# New set-up



## Tex-Shooter (Dec 17, 2009)

OK, It's a Trumark, bands reverse tied, one of my HD grips installed, so what makes it a new set-up? Can you spot it?


----------



## Sean (Nov 17, 2011)

double bands?


----------



## Tex-Shooter (Dec 17, 2009)

no


----------



## CAS14 (Jul 17, 2012)

Black dyed pouch to match the grip - chrome and black looks good!


----------



## treefork (Feb 1, 2010)

New latex


----------



## LVO (Sep 25, 2011)

Each band is looped through the pouch?


----------



## Tex-Shooter (Dec 17, 2009)

You nailed it AVO. I am taking a look at the Saunders Patented bands In pure Latex. I won't know for awhile if I will take them on or not. I have to do testing before it can be released, then there is other considerations also.

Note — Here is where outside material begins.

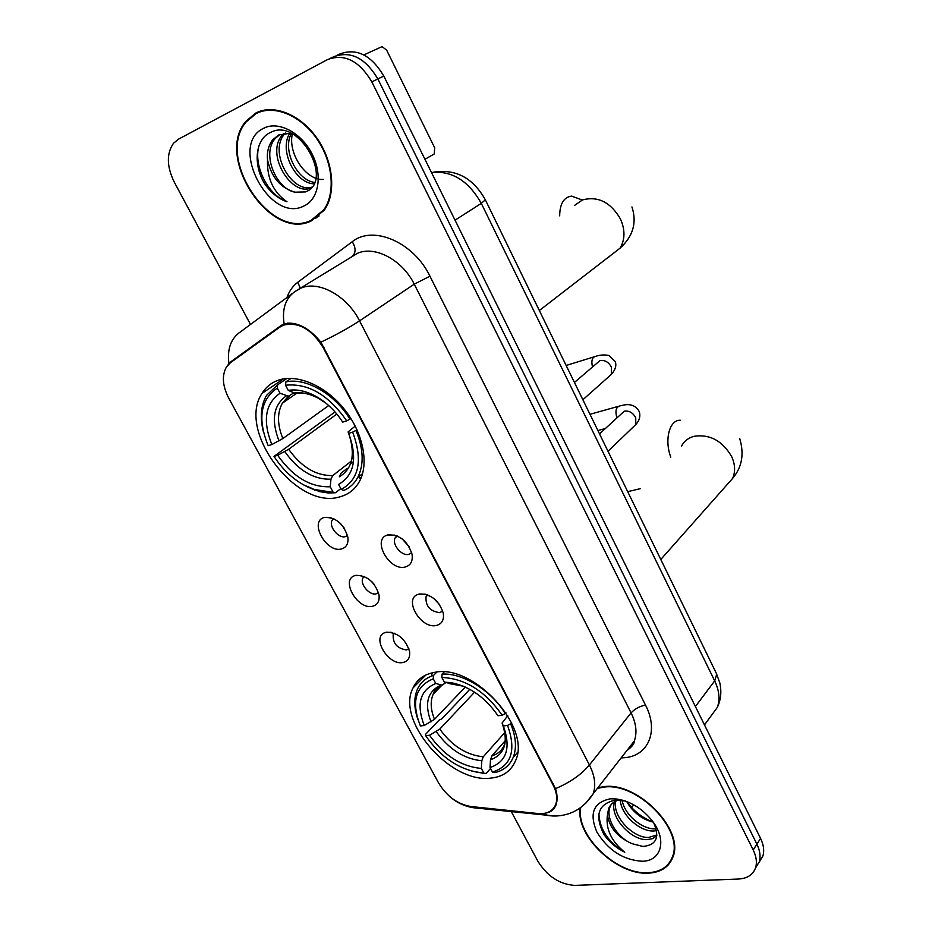 <?xml version="1.0" encoding="UTF-8"?>
<svg xmlns="http://www.w3.org/2000/svg" width="932" height="932" viewBox="0 0 932 932"><rect width="100%" height="100%" fill="white"/><g stroke="black" fill="none" stroke-linecap="round" stroke-linejoin="round"><path stroke-width="1.4" d="M434.475 672.391C424.223 674.209 417.07 679.381 413.027 687.909C395.552 720.657 450.505 784.08 491.106 778.08C502.954 776.764 511.051 771.055 515.408 760.978C532.067 727.554 473.316 663.328 434.475 672.391M277.992 380.326C271.142 382.819 265.818 387.176 262.02 393.409C236.344 431.167 297.413 511.179 340.343 496.698C348.813 494.321 355.22 489.183 359.542 481.273C369.293 463.239 362.979 432.297 344.059 408.915C325.221 385.464 296.877 373.476 277.992 380.326M341.555 548.925C326.317 553.48 308.562 520.953 324.476 517.423L324.534 517.411C335.963 517.202 343.757 523.842 347.904 537.333C348.545 543.589 346.424 547.457 341.555 548.925M333.551 518.611L332.165 520.231C328.367 526.254 338.514 538.836 345.399 536.634L347.543 535.504M372.544 606.266C357.585 610.18 340.052 579.424 355.127 575.545L355.838 575.347C367.138 575.394 374.862 581.906 379.021 594.896C379.72 601.14 377.565 604.938 372.544 606.266M364.109 576.419L362.979 577.863C359.461 583.735 369.398 595.723 376.202 593.835L378.52 592.67M402.927 662.524C388.248 665.844 370.936 636.707 385.219 632.548L386.547 632.187C397.731 632.478 405.397 638.886 409.544 651.386C410.301 657.619 408.1 661.336 402.927 662.524M394.096 633.143L393.211 634.389C392.617 643.243 397.02 648.427 406.422 649.953L408.892 648.777M405.199 567.005C389.25 571.456 371.344 538.941 387.689 534.98L388.12 534.863C399.63 534.56 407.61 541.038 412.06 554.272C412.981 561.169 410.697 565.421 405.199 567.005M396.95 535.877L395.156 537.892C391.463 544.16 401.692 556.462 408.822 554.354L411.699 552.653M436.258 625.477C420.635 629.263 402.95 598.577 418.375 594.267L419.517 593.964C430.91 593.94 438.821 600.301 443.259 613.035C444.249 619.908 441.908 624.056 436.258 625.477M427.52 594.849L426.052 596.666C425.376 605.951 429.932 611.287 439.706 612.673L442.735 610.973M394.387 633.259L393.211 634.389M344.234 528.095L340.238 523.26M374.175 584.352L371.845 581.731M409.253 546.921L402.321 539.034M439.659 604.717L433.566 598.262M279.81 327.132L283.514 325.128C298.473 321.645 311.719 329.182 323.264 347.752L552.944 784.697C556.777 792.223 557.674 798.841 555.67 804.549C552.781 811.259 546.909 814.253 538.044 813.543L470.858 806.529C457.519 804.188 446.754 796.324 438.576 782.927L228.771 398.209C222.515 385.976 221.723 375.584 226.394 367.033L230.355 362.781L279.81 327.132M255.741 113.087L245.815 121.381C214.372 157.438 270.758 241.912 311.439 220.826L324.324 210.084C336.405 193.145 333.435 161.469 316.822 137.971C300.314 114.368 273.321 103.65 255.741 113.087M260.144 111.199L257.826 112.784M314.387 218.601L316.973 217.634M580.193 807.962C575.37 835.794 617.066 875.672 648.66 873.133C660.939 872.375 669.001 867.075 672.869 857.219C684.845 829.969 637.558 781.668 603.948 786.631L597.901 787.703M227.35 365.67L231.218 361.476L280.672 325.816L287.429 323.171C298.892 322.612 310.053 328.949 320.888 342.184L555.53 788.635C557.464 795.008 557.604 800.46 555.961 805.003C554.225 809.36 551.127 812.005 546.688 812.937L545.803 813.077M755.491 868.053L759.242 861.879C760.827 856.59 760.046 850.695 756.901 844.159L377.856 78.952C365.309 57.924 350.607 50.526 333.749 56.759C350.607 50.526 365.309 57.924 377.856 78.952L756.901 844.159C760.046 850.695 760.827 856.59 759.242 861.879L755.491 868.053M231.218 361.476L284.307 323.893M511.353 811.714L537.904 861.296C547.387 876.406 559.701 884.445 574.858 885.4L738.633 879.016C747.441 878.48 753.091 874.729 755.584 867.75C757.168 862.461 756.376 856.543 753.207 849.996L371.833 81.876C359.216 60.755 344.467 53.31 327.575 59.555L178.49 139.171L173.457 143.318C166.397 153.582 166.677 166.525 174.284 182.136L250.487 324.452M670.574 860.853L671.89 859.572M759.137 862.205L762.865 856.054C764.461 850.776 763.692 844.881 760.559 838.381L383.809 76.051C371.344 55.128 356.7 47.765 339.854 53.998L336.289 55.617M317.008 216.946L319.128 215.909M262.847 110.43L262.23 110.745M311.148 220.278L323.893 209.653C335.858 192.901 332.922 161.551 316.472 138.297C300.151 114.939 273.437 104.314 256.032 113.646L246.199 121.871C215.082 157.566 270.897 241.167 311.148 220.278M323.241 179.445C306.267 180.668 287.79 153.873 292.31 133.963M313.991 183.814C295.724 183.592 278.505 150.635 289.829 133.09M314.62 182.392C297.413 180.505 282.046 150.693 291.32 133.474M311.37 187.786C291.926 197.351 264.956 154.246 282.314 135.035L284.004 133.229M311.929 187.122C292.077 193.658 268.136 152.184 284.679 133.859L285.39 133.043M294.99 192.19L305.416 191.922C334.541 181.857 299.358 116.908 270.839 132.321C254.972 138.786 252.875 165.127 264.863 184.035C271.096 192.889 278.482 198.807 286.998 201.766C273.402 192.446 266.901 178.42 267.496 159.675C271.294 177.138 280.45 187.973 294.99 192.19C276.14 188.881 261.368 153.978 275.161 138.565L280.089 134.325M267.496 159.675C266.797 151.893 268.556 145.241 272.761 139.742L278.726 134.93L290.749 133.206M263.605 128.301C227.967 144.821 269.534 223.901 303.797 206.054C318.802 199.518 322.973 175.041 311.999 153.815C301.246 132.484 278.225 120.519 263.605 128.301M286.998 201.766C268.509 195.732 253.05 165.989 258.945 145.8M424.945 159.29L434.219 153.978L434.72 147.885L386.652 50.13L382.073 46.612L363.864 54.906M671.424 859.246L672.624 857.883M580.741 807.566C575.3 835.072 616.879 875.253 648.439 872.69C660.578 871.944 668.559 866.702 672.38 856.951C684.239 829.981 637.453 782.181 604.181 787.086L597.377 788.379M653.204 822.106C643.837 819.927 635.88 814.486 629.345 805.784L626.712 801.532M626.828 801.578L627.364 802.336C634.109 811.481 642.719 818.063 653.181 822.082M656.582 830.68L653.239 831.018C639.632 831.426 620.875 814.906 620.223 799.738M656.163 828.816L654.753 828.886C641.973 829.177 624.347 814.766 622.087 800.04M656.827 835.643L652.691 838.637L647.088 839.627C630.906 840.419 609.342 816.747 614.456 801.835M656.885 834.944L648.625 837.46C633.084 838.194 612.114 816.246 615.714 801.159M625.407 801.054L615.504 800.04C598.099 803.885 594.29 815.43 604.064 834.699C609.446 842.248 616.355 848.097 624.778 852.232C611.252 841.328 605.474 828.851 607.443 814.801C609.33 827.546 617.497 837.157 631.954 843.658C616.809 837.449 604.984 817.62 610.274 806.355L611.287 804.386M607.443 814.801L608.666 808.475C610.588 804.141 613.99 801.322 618.871 800.029M619.349 799.912L620.596 799.668M631.954 843.658L642.87 846.442C656.291 845.231 659.914 837.39 653.763 822.909M610.25 798.829C593.428 802.359 588.989 813.461 596.923 832.148C608.34 850.485 623.531 860.189 642.521 861.25C661.312 860.958 667.067 840.221 652.738 821.476C642.334 808.324 629.927 800.786 615.528 798.864L610.25 798.829M624.778 852.232C608.305 842.26 599.684 829.433 598.903 813.764M340.797 488.566L335.543 492.737L313.21 489.288C297.646 483.428 284.575 472.466 273.996 456.4L277.666 455.27C292.974 476.974 310.484 487.471 330.219 486.76L330.953 479.188L332.736 475.565L351.294 461.142M336.825 414.053L288.664 449.271L277.666 455.27M271.853 444.541L268.183 445.706C257.36 418.887 260.401 399.688 277.282 388.085L280.043 393.246C265.177 403.626 262.451 420.728 271.853 444.541L282.862 438.553L328.693 405.548M293.988 392.803L288.419 396.182L280.043 393.246M273.996 456.4L335.031 411.956M359.542 477.988L361.441 477.067M343.908 490.43C349.873 487.797 354.475 483.487 357.737 477.487C364.167 464.579 363.562 448.898 355.919 430.433L352.657 432.122C363.037 460.21 359.239 479.304 341.263 489.428L343.908 490.43M356.944 429.664L355.919 430.433M303.145 484.675L319.455 491.595L328.448 493.005L335.543 492.737M277.282 388.085L277.654 384.776L266.564 395.366C260.89 405.303 259.83 417.454 263.395 431.831M277.654 384.776L286.998 378.45M341.263 489.428L338.584 484.419C354.323 475.203 357.678 458.183 348.638 433.368L352.657 432.122M330.219 486.76L332.899 491.747M348.638 433.368L348.102 431.9L355.22 426.099M347.321 468.295L341.077 473.165L339.306 476.811C352.366 468.959 355.57 454.7 348.918 434.021M291.087 378.345L285.879 381.887L285.507 385.207C308.119 382.97 328.518 394.853 346.704 420.856L349.978 419.167C334.646 393.852 305.894 377.378 285.879 381.887M349.978 419.167L350.898 418.491M346.704 420.856L342.696 422.126L340.32 418.608C333.12 408.659 324.616 401.028 314.83 395.75C305.347 390.834 296.493 389.052 288.279 390.392L285.507 385.207M288.279 390.392L294.547 393.036L297.611 393.094M490.535 768.446L486.108 773.513L481.285 772.861C459.313 769.832 440.789 757.46 425.714 735.744L429.547 735.255C443.877 755.468 461.154 766.523 481.366 768.446L481.809 760.745L483.254 756.807L504.864 732.47M474.574 692.185L439.788 729.092L429.547 735.255M424.246 725.492L420.425 725.993C411.012 702.076 415.299 686.348 433.275 678.811L435.78 683.482C419.948 690.274 416.103 704.277 424.246 725.492L434.522 719.341L465.313 687.047M445.869 682.585L442.176 685.148L435.78 683.482M425.714 735.744L425.353 734.579L439.077 720.133L441.826 718.828L469.81 689.319M513.94 755.374L517.411 753.371M432.681 672.729L431.539 674.919M494.787 772.628C503.653 770.508 509.792 765.417 513.217 757.355C516.887 747.86 516.025 736.664 510.631 723.78L507.556 725.422C516.468 750.307 511.435 765.871 492.48 772.092L494.787 772.628M511.54 722.754L510.631 723.78M471.965 771.218L486.108 773.513M433.275 678.811L433.508 675.432C425.994 677.774 420.658 682.317 417.489 689.074C413.738 697.695 413.89 707.842 417.92 719.527M433.508 675.432L436.817 672.088M492.48 772.092L490.046 767.537C506.67 761.793 511.12 747.93 503.373 725.946L507.556 725.422M481.366 768.446L483.801 772.978M503.373 725.946L502.08 723.022L507.765 715.706M505.249 740.719L491.91 755.84L490.477 759.801L490.046 767.537M444.11 672.007L442.083 674.069L441.85 677.459C465.091 678.496 485.188 691.09 502.162 715.217L505.249 713.562C491.129 690.379 462.808 672.869 442.083 674.069M505.249 713.562L505.948 712.794M502.162 715.217L497.991 715.764C485.327 697.427 469.693 686.395 451.1 682.643L444.366 682.154L441.85 677.459M444.366 682.154L451.216 683.785M633.69 804.782L631.628 807.555M281.417 326.107L285.46 323.544M552.944 784.697L553.538 783.963M323.264 347.752L324.045 347.228M286.963 297.506C289.223 291.087 292.834 286.007 297.797 282.256L352.249 241.726C372.986 224.729 413.773 242.25 429.932 276.187L645.527 705.116C639.667 706.223 634.843 708.821 631.081 712.91L414.239 284.178C402.554 260.11 375.037 245.361 357.48 253.306L299.055 289.002M645.527 705.116C659.064 731.038 648.381 755.934 624.568 757.704L621.143 757.914M626.7 750.784L634.284 741.057C637.278 732.808 636.218 723.43 631.081 712.91L589.408 764.974C594.837 775.843 596.096 785.431 593.183 793.761L585.576 803.501M284.12 323.952C281.86 308.76 285.658 297.844 295.502 291.192L300.978 288.128C318.686 280.206 347.112 295.84 359.554 320.853C349.092 327.749 336.207 334.868 320.888 342.184M555.53 788.635C570.058 782.449 581.347 774.562 589.408 764.974L359.554 320.853L414.239 284.178L429.932 276.187M470.206 806.46L478.221 808.242M292.38 293.498L240.747 331.652C230.961 338.281 227.024 348.883 228.934 363.468M230.973 362.338L230.891 361.733M543.775 813.473L548.156 815.57L553.282 816.024M753.207 849.996L760.559 838.381M371.833 81.876L383.809 76.051M330.126 58.401L333.749 56.759M297.797 282.256L300.314 288.233M352.249 241.726C355.849 247.702 355.989 252.432 352.669 255.916M280.672 325.816L282.256 324.802M710.242 717.046L717.36 707.341C720.18 699.431 719.283 690.612 714.693 680.884L481.308 203.374C468.47 180.726 451.857 170.44 431.493 172.536M455.037 220.173L481.308 203.374L485.339 199.821M432.949 172.28C455.597 168.529 473.083 177.779 485.432 200.007L716.731 674.151L714.693 680.884L695.4 706.538M704.476 724.898L717.36 707.341C720.937 699.641 721.741 691.451 719.772 682.76L716.335 673.347M574.392 205.553L582.477 199.914C598.111 195.86 610.821 202.302 620.584 219.23C625.244 230.018 625.069 239.664 620.071 248.157L539.337 310.519M559.666 215.84C559.852 203.735 563.848 197.153 571.631 196.104L582.302 200.03M288.664 449.271C301.537 467.2 316.228 475.961 332.736 475.565M289.549 395.832L282.361 403.195C277.084 412.911 277.258 424.701 282.862 438.553M284.784 451.612C298.275 470.462 313.665 479.665 330.953 479.188M286.31 395.867C273.449 405.082 271.002 420.076 278.983 440.871M350.91 462.703L353.508 451.577M325.792 403.055L317.765 397.917C309.517 393.63 301.782 392.011 294.547 393.036M609.33 256.743L608.654 256.976M681.56 445.997C684.216 441.057 688.422 437.819 694.154 436.269C709.998 434.032 722.51 440.848 731.702 456.692C735.255 464.649 735.523 471.918 732.529 478.512L725.725 486.201M670.772 457.134C664.155 439.52 669.584 419.54 680.43 420.262M439.788 729.092C451.88 745.821 466.361 755.048 483.254 756.807M441.919 685.148L433.194 694.154C430.153 701.283 430.596 709.683 434.522 719.341M490.477 759.801C504.806 754.536 508.697 742.361 502.15 723.267M436.281 731.667C448.933 749.258 464.101 758.951 481.809 760.745M441.244 685.032C427.532 691.101 424.118 703.392 431.003 721.904M491.91 755.84C497.851 754.07 502.022 750.411 504.398 744.866C505.226 742.874 505.517 739.728 505.272 735.43M463.425 686.22L449.83 683.715M574.438 382.47L599.917 360.637C604.81 359.799 608.654 362 611.415 367.231L611.345 374.384L608.491 376.936M592.461 366.858C591.063 360.579 592.239 357.038 595.991 356.245C600.231 354.847 604.577 354.603 609.05 355.511L615.306 361.639C616.646 365.624 615.33 369.864 611.345 374.384L582.873 399.746M599.521 433.893L624.277 411.187C629.193 410.476 633.014 412.701 635.752 417.851L635.752 424.573L633.189 427.042M616.868 417.606C614.992 410.779 616.064 406.865 620.095 405.863C621.807 405.804 633.387 400.69 639.375 411.839C640.564 416.476 639.352 420.716 635.752 424.573L608.014 451.298M425.924 674.966L413.027 687.909M283.491 378.893L262.02 393.409M331.011 517.668L324.476 517.423M361.36 575.51L355.127 575.545M391.102 632.269L385.219 632.548M394.83 535.143L387.689 534.98M425.132 594.115L418.375 594.267M333.936 518.798L332.165 520.231M364.459 576.57L362.979 577.863M397.312 536.028L395.156 537.892M427.858 594.977L426.052 596.666M555.67 804.549L556.416 803.617M247.096 120.776L245.815 121.381M626.887 750.551C631.919 746.928 634.389 743.759 634.284 741.057L593.183 793.761C583.898 808.172 571.176 815.593 555.018 816.048L473.398 807.741C464.078 806.18 456.028 802.289 449.247 796.091M755.584 867.75L762.865 856.054M325.047 209.001L323.893 209.653M284.679 133.859L282.314 135.035M275.161 138.565L272.761 139.742M673.417 855.436L672.38 856.951M629.345 805.784L627.364 802.336M610.274 806.355L608.666 808.475M620.13 800.122L615.528 798.864M296.784 393.188L282.361 403.195L288.419 396.182M362.56 473.666L357.737 477.487M313.21 489.288L314.865 490.197M350.152 464.218C351.737 460.28 354.952 453.36 349.314 435.011M295.677 393.362C302.131 392.209 309.494 393.723 317.765 397.917L314.83 395.75M353.496 461.608L350.479 463.961M631.943 206.939C637.069 222.562 633.108 236.297 620.071 248.157M640.214 488.694L627.702 491.653M660.788 559.48L732.529 478.512C741.977 467.386 744.377 454.105 739.752 438.669M441.838 685.276L433.194 694.154C433.893 690.74 436.887 687.734 442.176 685.148M517.54 752.369L513.217 757.355M481.285 772.861L483.289 773.385M450.086 683.773L455.352 684.158L451.1 682.643M575.929 381.188L574.077 381.736M594.08 356.84L566.143 365.472M605.206 428.557L597.89 430.537M618.3 406.364L589.968 414.309"/></g></svg>

If I do take them on I will call them LA2000


----------



## LVO (Sep 25, 2011)

Yeah! got my new contacts in this morning! Now if I could get this guys PC connected to internet, I'd be happy camper!
WOrk for same company as your son, Bill.


----------



## Tex-Shooter (Dec 17, 2009)

They are a great company. I was offered a job with them when there were only 8 people in the company. Years later they took Son on when he had no job and a daughter with SF. -- Tex


----------